Through this project, the author demonstrated the feasibility of restoring visual information of the human brain through fMRI. However, there are many issues that need to be addressed in this field, such as how to better handle differences between individuals, how to reduce the impact of noise and interference on decoding, and how to combine fMRI decoding with other neuroscience techniques to achieve a more comprehensive understanding. Mechanisms and functions of the human brain. At the same time, we also need to better understand and respect the ethical and legal issues surrounding the human brain and individual privacy.
In addition, we also need to explore wider application scenarios, such as medicine and human-computer interaction, in order to transform this technology into practical applications. In the medical field, fMRI decoding technology may be used in the future to help special groups such as visually impaired people, hearing impaired people, and even patients with general paralysis to decode their thoughts. Due to physical disabilities, these people are unable to express their thoughts and wishes through traditional communication methods. By using fMRI technology, scientists can decode their brain activity to access their thoughts and wishes, allowing them to communicate with them more naturally and efficiently. In the field of human-computer interaction, fMRI decoding technology can be used to develop more intelligent and adaptive human-computer interfaces and control systems, such as decoding the user's brain activity to achieve a more natural and efficient human-computer interaction experience.

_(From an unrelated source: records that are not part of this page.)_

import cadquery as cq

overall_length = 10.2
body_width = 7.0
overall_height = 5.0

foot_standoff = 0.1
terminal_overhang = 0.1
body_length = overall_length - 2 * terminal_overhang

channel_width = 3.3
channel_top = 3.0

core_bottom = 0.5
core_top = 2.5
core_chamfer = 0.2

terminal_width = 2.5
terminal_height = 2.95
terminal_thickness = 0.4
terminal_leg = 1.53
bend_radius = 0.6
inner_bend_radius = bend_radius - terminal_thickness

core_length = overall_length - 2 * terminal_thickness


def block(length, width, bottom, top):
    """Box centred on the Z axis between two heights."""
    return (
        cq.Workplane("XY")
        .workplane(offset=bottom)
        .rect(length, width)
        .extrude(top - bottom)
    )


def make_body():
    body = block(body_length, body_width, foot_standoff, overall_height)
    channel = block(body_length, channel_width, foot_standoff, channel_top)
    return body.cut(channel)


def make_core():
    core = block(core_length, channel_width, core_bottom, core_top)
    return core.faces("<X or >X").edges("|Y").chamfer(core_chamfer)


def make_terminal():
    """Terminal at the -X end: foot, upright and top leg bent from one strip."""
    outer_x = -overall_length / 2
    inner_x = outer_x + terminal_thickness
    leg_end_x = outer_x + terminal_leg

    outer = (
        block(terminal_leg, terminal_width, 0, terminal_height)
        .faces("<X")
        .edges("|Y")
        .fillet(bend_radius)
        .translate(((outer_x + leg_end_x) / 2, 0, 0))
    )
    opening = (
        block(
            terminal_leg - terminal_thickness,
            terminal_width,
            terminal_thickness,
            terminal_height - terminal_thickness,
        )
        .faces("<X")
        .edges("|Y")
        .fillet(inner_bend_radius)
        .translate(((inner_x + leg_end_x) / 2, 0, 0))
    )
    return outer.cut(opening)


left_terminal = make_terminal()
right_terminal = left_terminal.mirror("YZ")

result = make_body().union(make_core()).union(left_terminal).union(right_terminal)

We believe that with the support of large-scale data sets and large model computing power, fMRI decoding will have a broader and far-reaching impact, promoting the development of cognitive neuroscience and artificial intelligence. develop.
Note: *Biological basis for learning visual stimulus representations in the brain using sparse coding: Sparse coding has been proposed as a strategy for the representation of sensory information. Research shows that visual stimuli are sparsely encoded in the visual cortex, which increases information transmission efficiency and reduces redundancy in the brain. Using fMRI, the visual content of natural scenes can be reconstructed from small amounts of data collected in the visual cortex. Sparse coding can be an efficient way of coding in computer vision. The article mentioned the SC-MBM method, which divides fMRI data into small blocks to introduce locality constraints, and then sparsely encodes each small block into a high-dimensional vector space, which can be used as a biologically effective and efficient brain feature learner. , used for visual encoding and decoding.